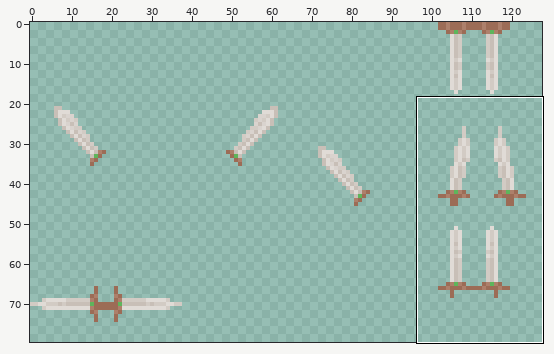
File history of a sprite sheet, images/linksword-sheet0.png. The picture above shows the old version from afar; the outline marks the close-up.
Close-up. The starting point:
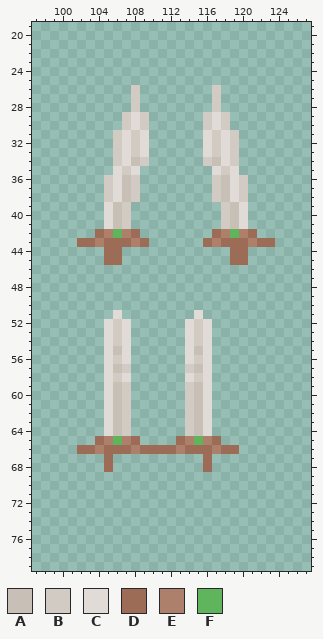
The file is 128x128 pixels. Colours within 5 levels of each other are drawn and written as one. Shown: x 97..127, y 19..79. The wide view leaves out empty margins.
Palette (. is transparent): A #c8bfb7  B #d2cbc4  C #e0dbd6  D #9c6c56  E #ad806b  F #5eb55b
Pixels before, first column x 102:
26 ......B........B......
27 ......B........B......
28 ......B........B......
29 .....BCB......BCB.....
30 .....BCB......BCB.....
31 ....BCBC......CBCB....
32 ....BCBC......CBCB....
33 ....BCBC......CBCB....
34 ....BCAB......BACB....
35 ....CBC........CBC....
36 ...BCAB........BACB...
37 ...BCAB........BACB...
38 ...BCAB........BACB...
39 ...CAB..........BAC...
40 ...CAB..........BAC...
41 ...CAB..........BAC...
42 ..DEFED........DEFED..
43 DDEDDDED......DEDDDEDD
44 ...DD............DD...
45 ...DD............DD...
46 ......................
47 ......................
48 ......................
49 ......................
50 ......................
51 ....C........C........
52 ...CBC......CBC.......
53 ...CBC......CBC.......
54 ...CBC......CBC.......
55 ...CAC......CAC.......
56 ...CBC......CBC.......
57 ...CAB......BAC.......
58 ...CBC......CBC.......
59 ...CAB......BAC.......
60 ...CAB......BAC.......
61 ...CAB......BAC.......
62 ...CAB......BAC.......
63 ...CAB......BAC.......
64 ...CAB......BAC.......
65 ..DEFED....DEFED......
66 DDEDDDEDDDDEDDDEDD....
67 ...D..........D.......
68 ...D..........D.......
New version:
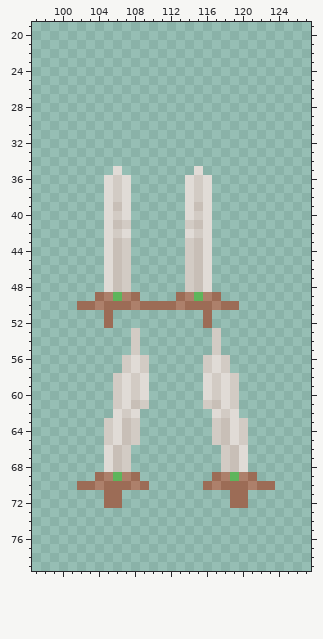
The exact change:
y 26..28: x 108 B -> .; x 117 B -> .
y 29..30: x 107..109 BCB -> ...; x 116..118 BCB -> ...
y 31..33: x 106..109 BCBC -> ....; x 116..119 CBCB -> ....
y 34: x 106..109 BCAB -> ....; x 116..119 BACB -> ....
y 35: x 107..108 BC -> ..; x 115 . -> C; x 117..119 CBC -> ...
y 36..38: x 105..108 BCAB -> CBC.; x 114..120 ...BACB -> CBC....
y 39: x 107 B -> C; x 114..116 ... -> CAC; x 118..120 BAC -> ...
y 40: x 106..107 AB -> BC; x 114..116 ... -> CBC; x 118..120 BAC -> ...
y 41: x 114..116 ... -> BAC; x 118..120 BAC -> ...
y 42: x 104..108 DEFED -> .CBC.; x 114..121 ...DEFED -> CBC.....
y 43: x 102..109 DDEDDDED -> ...CAB..; x 114..123 ..DEDDDEDD -> BAC.......
y 44..45: x 105..107 DD. -> CAB; x 114..116 ... -> BAC; x 119..120 DD -> ..
y 46..48: x 105..107 ... -> CAB; x 114..116 ... -> BAC
y 49: x 104..108 ..... -> DEFED; x 113..117 ..... -> DEFED
y 50: x 102..119 .................. -> DDEDDDEDDDDEDDDEDD
y 51: x 105..106 .C -> D.; x 115..116 C. -> .D
y 52: x 105..107 CBC -> D..; x 114..116 CBC -> ..D
y 53..54: x 105..108 CBC. -> ...B; x 114..117 CBC. -> ...B
y 55: x 105..108 CAC. -> ...B; x 114..117 CAC. -> ...B
y 56: x 105..109 CBC.. -> ..BCB; x 114..118 CBC.. -> ..BCB
y 57: x 105..106 CA -> ..; x 108..109 .. -> CB; x 114..118 BAC.. -> ..BCB
y 58: x 105 C -> .; x 108..109 .. -> BC; x 114..115 CB -> ..; x 117..119 ... -> BCB
y 59..60: x 105..109 CAB.. -> .BCBC; x 114..115 BA -> ..; x 117..119 ... -> BCB
y 61: x 105..109 CAB.. -> .BCAB; x 114..119 BAC... -> ..BACB
y 62: x 105..106 CA -> .C; x 108 . -> C; x 114..119 BAC... -> ...CBC
y 63..64: x 105..108 CAB. -> BCAB; x 114..120 BAC.... -> ...BACB
y 65: x 104..108 DEFED -> .BCAB; x 113..120 DEFED... -> ....BACB
y 66: x 102..120 DDEDDDEDDDDEDDDEDD. -> ...CAB..........BAC
y 67..68: x 105..107 D.. -> CAB; x 116 D -> .; x 118..120 ... -> BAC
y 69: x 104..108 ..... -> DEFED; x 117..121 ..... -> DEFED
y 70: x 102..109 ........ -> DDEDDDED; x 116..123 ........ -> DEDDDEDD
y 71..72: x 105..106 .. -> DD; x 119..120 .. -> DD
Changed places in both close-ups, as pixel boxes (x1, y1, x2, y2):
changed: (77, 85, 275, 508)

- WHAT THIS TASK INVOLVES:
Leave the pictures out and write out every entry exactly as given.

- RESPONSE:
File history of a sprite sheet, images/linksword-sheet0.png. The picture above shows the old version from afar; the outline marks the close-up.
Close-up. The starting point:
The file is 128x128 pixels. Colours within 5 levels of each other are drawn and written as one. Shown: x 97..127, y 19..79. The wide view leaves out empty margins.
Palette (. is transparent): A #c8bfb7  B #d2cbc4  C #e0dbd6  D #9c6c56  E #ad806b  F #5eb55b
Pixels before, first column x 102:
26 ......B........B......
27 ......B........B......
28 ......B........B......
29 .....BCB......BCB.....
30 .....BCB......BCB.....
31 ....BCBC......CBCB....
32 ....BCBC......CBCB....
33 ....BCBC......CBCB....
34 ....BCAB......BACB....
35 ....CBC........CBC....
36 ...BCAB........BACB...
37 ...BCAB........BACB...
38 ...BCAB........BACB...
39 ...CAB..........BAC...
40 ...CAB..........BAC...
41 ...CAB..........BAC...
42 ..DEFED........DEFED..
43 DDEDDDED......DEDDDEDD
44 ...DD............DD...
45 ...DD............DD...
46 ......................
47 ......................
48 ......................
49 ......................
50 ......................
51 ....C........C........
52 ...CBC......CBC.......
53 ...CBC......CBC.......
54 ...CBC......CBC.......
55 ...CAC......CAC.......
56 ...CBC......CBC.......
57 ...CAB......BAC.......
58 ...CBC......CBC.......
59 ...CAB......BAC.......
60 ...CAB......BAC.......
61 ...CAB......BAC.......
62 ...CAB......BAC.......
63 ...CAB......BAC.......
64 ...CAB......BAC.......
65 ..DEFED....DEFED......
66 DDEDDDEDDDDEDDDEDD....
67 ...D..........D.......
68 ...D..........D.......
New version:
The exact change:
y 26..28: x 108 B -> .; x 117 B -> .
y 29..30: x 107..109 BCB -> ...; x 116..118 BCB -> ...
y 31..33: x 106..109 BCBC -> ....; x 116..119 CBCB -> ....
y 34: x 106..109 BCAB -> ....; x 116..119 BACB -> ....
y 35: x 107..108 BC -> ..; x 115 . -> C; x 117..119 CBC -> ...
y 36..38: x 105..108 BCAB -> CBC.; x 114..120 ...BACB -> CBC....
y 39: x 107 B -> C; x 114..116 ... -> CAC; x 118..120 BAC -> ...
y 40: x 106..107 AB -> BC; x 114..116 ... -> CBC; x 118..120 BAC -> ...
y 41: x 114..116 ... -> BAC; x 118..120 BAC -> ...
y 42: x 104..108 DEFED -> .CBC.; x 114..121 ...DEFED -> CBC.....
y 43: x 102..109 DDEDDDED -> ...CAB..; x 114..123 ..DEDDDEDD -> BAC.......
y 44..45: x 105..107 DD. -> CAB; x 114..116 ... -> BAC; x 119..120 DD -> ..
y 46..48: x 105..107 ... -> CAB; x 114..116 ... -> BAC
y 49: x 104..108 ..... -> DEFED; x 113..117 ..... -> DEFED
y 50: x 102..119 .................. -> DDEDDDEDDDDEDDDEDD
y 51: x 105..106 .C -> D.; x 115..116 C. -> .D
y 52: x 105..107 CBC -> D..; x 114..116 CBC -> ..D
y 53..54: x 105..108 CBC. -> ...B; x 114..117 CBC. -> ...B
y 55: x 105..108 CAC. -> ...B; x 114..117 CAC. -> ...B
y 56: x 105..109 CBC.. -> ..BCB; x 114..118 CBC.. -> ..BCB
y 57: x 105..106 CA -> ..; x 108..109 .. -> CB; x 114..118 BAC.. -> ..BCB
y 58: x 105 C -> .; x 108..109 .. -> BC; x 114..115 CB -> ..; x 117..119 ... -> BCB
y 59..60: x 105..109 CAB.. -> .BCBC; x 114..115 BA -> ..; x 117..119 ... -> BCB
y 61: x 105..109 CAB.. -> .BCAB; x 114..119 BAC... -> ..BACB
y 62: x 105..106 CA -> .C; x 108 . -> C; x 114..119 BAC... -> ...CBC
y 63..64: x 105..108 CAB. -> BCAB; x 114..120 BAC.... -> ...BACB
y 65: x 104..108 DEFED -> .BCAB; x 113..120 DEFED... -> ....BACB
y 66: x 102..120 DDEDDDEDDDDEDDDEDD. -> ...CAB..........BAC
y 67..68: x 105..107 D.. -> CAB; x 116 D -> .; x 118..120 ... -> BAC
y 69: x 104..108 ..... -> DEFED; x 117..121 ..... -> DEFED
y 70: x 102..109 ........ -> DDEDDDED; x 116..123 ........ -> DEDDDEDD
y 71..72: x 105..106 .. -> DD; x 119..120 .. -> DD
Changed places in both close-ups, as pixel boxes (x1, y1, x2, y2):
changed: (77, 85, 275, 508)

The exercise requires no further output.